We can also inspect the impact of different hyperparameters on the overall model performance, as shown in the Hyperparameter Importances plot below.

../_images/hyperparameter_importances.png

At this point, we have the option of training a model using the best_params from our Optuna Study to save for deplopyment, or optionally, doing additional experimentation based on the most current set of results.


Diving Deeper Into Training XGBoost on Dask

In the above look at the impact of Dask workers based on different EC2 Instance types on model training, we observed dramatically different performance during the XGBoost model training phase of our workflow. We can leverage recent work with Grafana by the team at Coiled to delve into these differences.

../_images/m6i.xlarge_workers_xgboost.png

The above Grafana plot show cluster-wide memory-usage during the dispatch train step for ourour workflow. The white line is total memory usage, the green line is total dask memory usage, and the yellow line is total_occupied_memory. Normally, we expect dask’s view of memory and the host’s view of memory to be very close. Recall however, that training the XGBoost model is dispatched to the rabit library.

At about the 09:30:10 mark, the Grafana dashboard shows memory pressure falling, which is consistent with what is reported on the dask dashboard. But host memory pressure spikes at 09:30:15. This happens when model training is dispatched to rabit. Dask has no visibility to this process, so everything looks fine on the dask dashboard, but Grafana sees this on the host. In fact, the memory pressure was so high that at least one EC2 instance was unable to report metrics for about 20 seconds, as evidenced by the apparent dip in total_cluster_memory. We also see that, during this 17-second time window, no tasks are completed.

By comparison, the following plots show the same views during the dispatch step, when run on a cluster provisioned with m6i.4xlarge workers.

../_images/m6i.4xlarge_memory.png
../_images/m6i.4xlarge_dispatch.png

Notice the much smaller gap between the host’s view of memory usage and dask’s view of memory usage on the cluster.

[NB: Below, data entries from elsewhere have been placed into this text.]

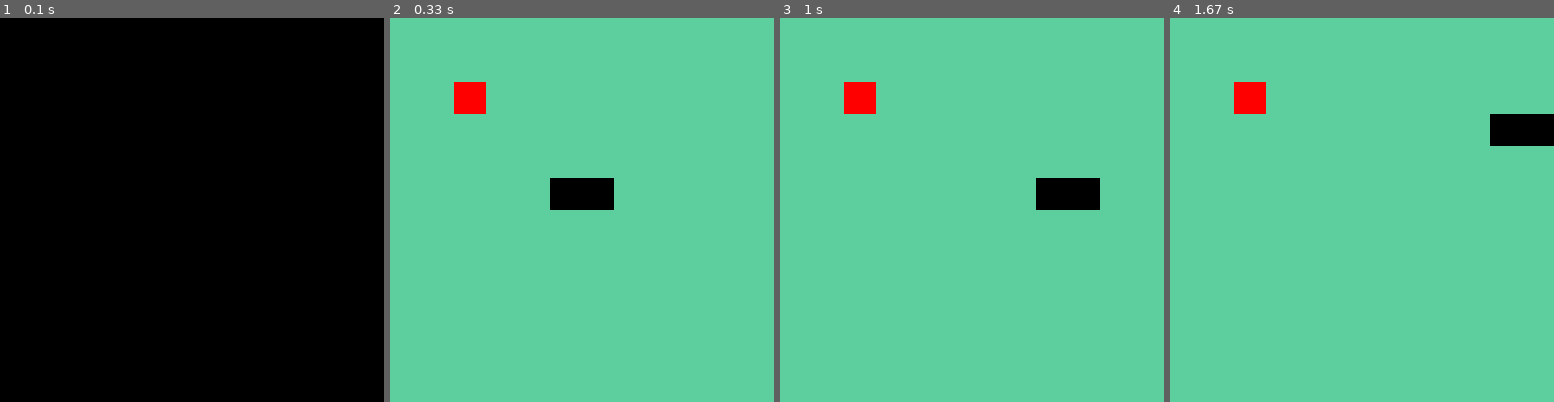
Above: before the commit, frames 1-4 (left to right).
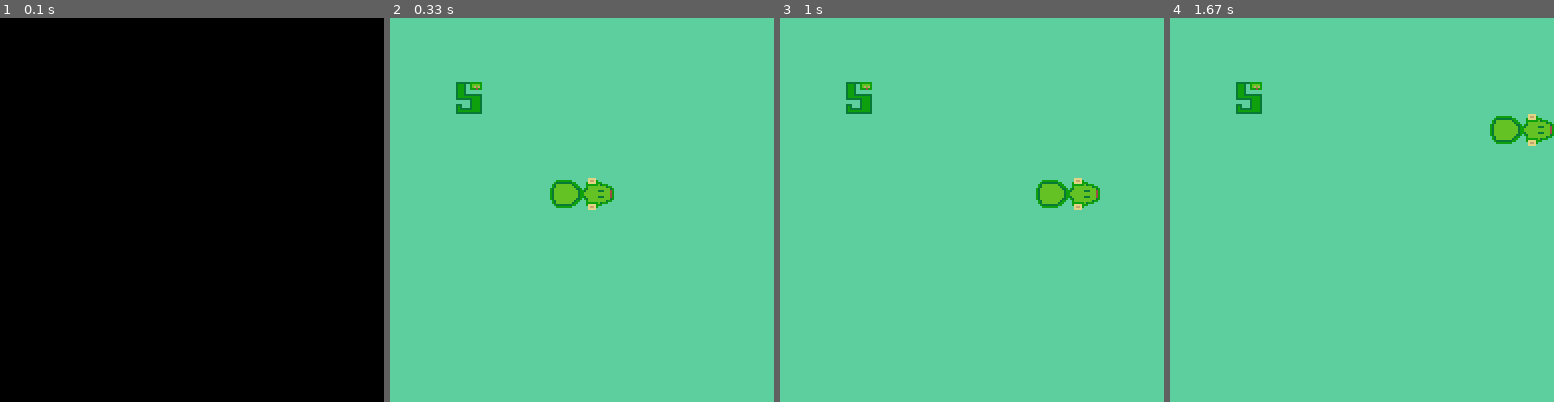
Above: after the commit, the same moments.

Repository: krzysztofzielinski94/pygame-snake-python
Game: pygame game, started from SnakeGame.py
Same seed, same stepped clock (60 frames per second), same inputs: the game is played once before the commit and once after it.
Inputs:
- Up to frame 1 (0.1 s): no input
- Up to frame 2 (0.33 s): no input
- Up to frame 3 (1 s): hold W from 0.83 s (still down)
- Up to frame 4 (1.67 s): release W at 1.3 s; hold D from 1.33 s (still down)

Frame 1 is identical in both runs. In frame 2, 2.1% of the frame differs, in the area x 16-59%, y 16-50%; in frame 3, 2.1%; in frame 4, 2.1%.

Commit message:
added graphics

Diff:
--- a/Food.py
+++ b/Food.py
@@ -1,8 +1,10 @@
 from GameObject import GameObject
+from random import randint
 
 class Food(GameObject):
     def __init__(self, x=2, y=2):
         super().__init__(x, y)
+        self.food_type = randint(0, 4)
 
     def __str__(self):
         return 'F'
--- a/GameBoard.py
+++ b/GameBoard.py
@@ -31,11 +31,11 @@
             print ('')
 
     def update_game_board(self, direction):
-        self.snake.update_position(direction)
+        self.snake.update_position(direction, self.size)
         if self.food.x == self.snake.x and self.food.y == self.snake.y:
             self.snake.update_length()
             # create new food
-            self.food = Food(6, 6)
+            self.food = Food(randint(0, self.size), randint(0, self.size))
 
         self.show_game_board()
 
--- a/Snake.py
+++ b/Snake.py
@@ -1,5 +1,4 @@
 from GameObject import GameObject
-
 
 class Snake(GameObject):
     def __init__(self, x, y):
@@ -11,18 +10,24 @@
             'LEFT'  : [0, -1]
         }
 
-        self.lenght = 1
+        self.lenght = 2
         self.body = [[self.x, self.y], [self.x, self.y]]
 
-    def update_position(self, direction):
+    def update_position(self, direction, size):
         del self.body[0]
-        self.x = (self.directions[direction][0] + self.x) % 12
-        self.y = (self.directions[direction][1] + self.y) % 12
+        self.x = (self.directions[direction][0] + self.x) % size
+        self.y = (self.directions[direction][1] + self.y) % size
         self.body.append([self.x, self.y])
 
     def update_length(self):
-        self.lenght +=1
+        self.lenght += 1
         self.body.append([self.x, self.y])
 
     def __str__(self):
         return 'S'
+
+    def body_part(self, x, y):
+        if [x, y] == self.body[self.lenght-1]:
+            return 'HEAD'
+        else:
+            return 'BODY'
--- a/SnakeGame.py
+++ b/SnakeGame.py
@@ -27,6 +27,33 @@
 icon = pygame.image.load('./assets/icon.png')
 pygame.display.set_icon(icon)
 
+# assets
+snake_assets = pygame.image.load('./assets/SnakeAssets.png')
+asset_rect = snake_assets.get_rect()
+
+def draw_snake(name, direction, x, y):
+    if name == 'HEAD' and direction == 'RIGHT':
+        screen.blit(snake_assets, (x, y), (0, 32, 32, 32))
+    elif name == 'BODY' and direction == 'RIGHT':
+        screen.blit(snake_assets, (x, y), (128, 0, 32, 32))
+    elif name == 'HEAD' and direction == 'LEFT':
+        screen.blit(snake_assets, (x, y), (96, 64, 32, 32))
+    elif name == 'BODY' and direction == 'LEFT':
+        screen.blit(snake_assets, (x, y), (64, 64, 32, 32))
+    elif name == 'HEAD' and direction == 'UP':
+        screen.blit(snake_assets, (x, y), (0, 64, 32, 32))
+    elif name == 'BODY' and direction == 'UP':
+        screen.blit(snake_assets, (x, y), (96, 32, 32, 32))
+    elif name == 'HEAD' and direction == 'DOWN':
+        screen.blit(snake_assets, (x, y), (32, 0, 32, 32))
+    elif name == 'BODY' and direction == 'DOWN':
+        screen.blit(snake_assets, (x, y), (0, 0, 32, 32))
+
+
+def draw_food(name, x, y):
+    if name == 'food':
+        screen.blit(snake_assets, (x, y), (32, 128, 32, 32))
+
 # colors
 BLACK = (0, 0, 0)
 RED = (255, 0, 0)
@@ -40,16 +67,19 @@
 game.start_game()
 board_size = game.get_board().get_board_size()
 
-def draw_board():
+
+def draw_board(snake_direction):
     for c in range(board_size):
         for r in range(board_size):
             cell_value = game.get_board().get_board_cell(c, r)
-            if cell_value == '#':
-                pygame.draw.rect(screen, DARK_GREEN, (r*SQUARE_SIZE, c*SQUARE_SIZE, SQUARE_SIZE, SQUARE_SIZE))
-            elif cell_value == 'S':
-                pygame.draw.rect(screen, BLACK, (r*SQUARE_SIZE, c*SQUARE_SIZE, SQUARE_SIZE, SQUARE_SIZE))
+            pygame.draw.rect(screen, DARK_GREEN, (r*SQUARE_SIZE, c*SQUARE_SIZE, SQUARE_SIZE, SQUARE_SIZE))
+            if cell_value == 'S':
+                cell_type = game.get_board().snake.body_part(c, r)
+                draw_snake(cell_type, snake_direction, r*SQUARE_SIZE, c*SQUARE_SIZE)
             elif cell_value == 'F':
-                pygame.draw.rect(screen, RED, (r*SQUARE_SIZE, c*SQUARE_SIZE, SQUARE_SIZE, SQUARE_SIZE))
+                draw_food('food', r*SQUARE_SIZE, c*SQUARE_SIZE)
+
+
 
     pygame.display.update()
 
@@ -65,8 +95,8 @@
     while delta > 1/max_tps:
         delta -= 1/max_tps
         game.update_game(snake_direction)
-        print (snake_direction)
-        draw_board()
+        print (' ')
+        draw_board(snake_direction)
 
 
     for event in pygame.event.get():
Empty file removed: AssetManager.py
Not shown, changed: README.md
Binary file added: assets/SnakeAssets.png
Not shown, changed: assets/Snake.piskel

To extend on this further, the following plot shows total memory usage during an AllReduce error event. Observe the gap between the host’s view of memory and dask’s view.

../_images/m6i.2xlarge_memory.png

While we have no idea how this will (or will not) manifest when deploying Dask to different deployment environments, it’s a potential pitfall when training XGBoost models with Dask. It also presents a potential opportunity for enhancements in future work.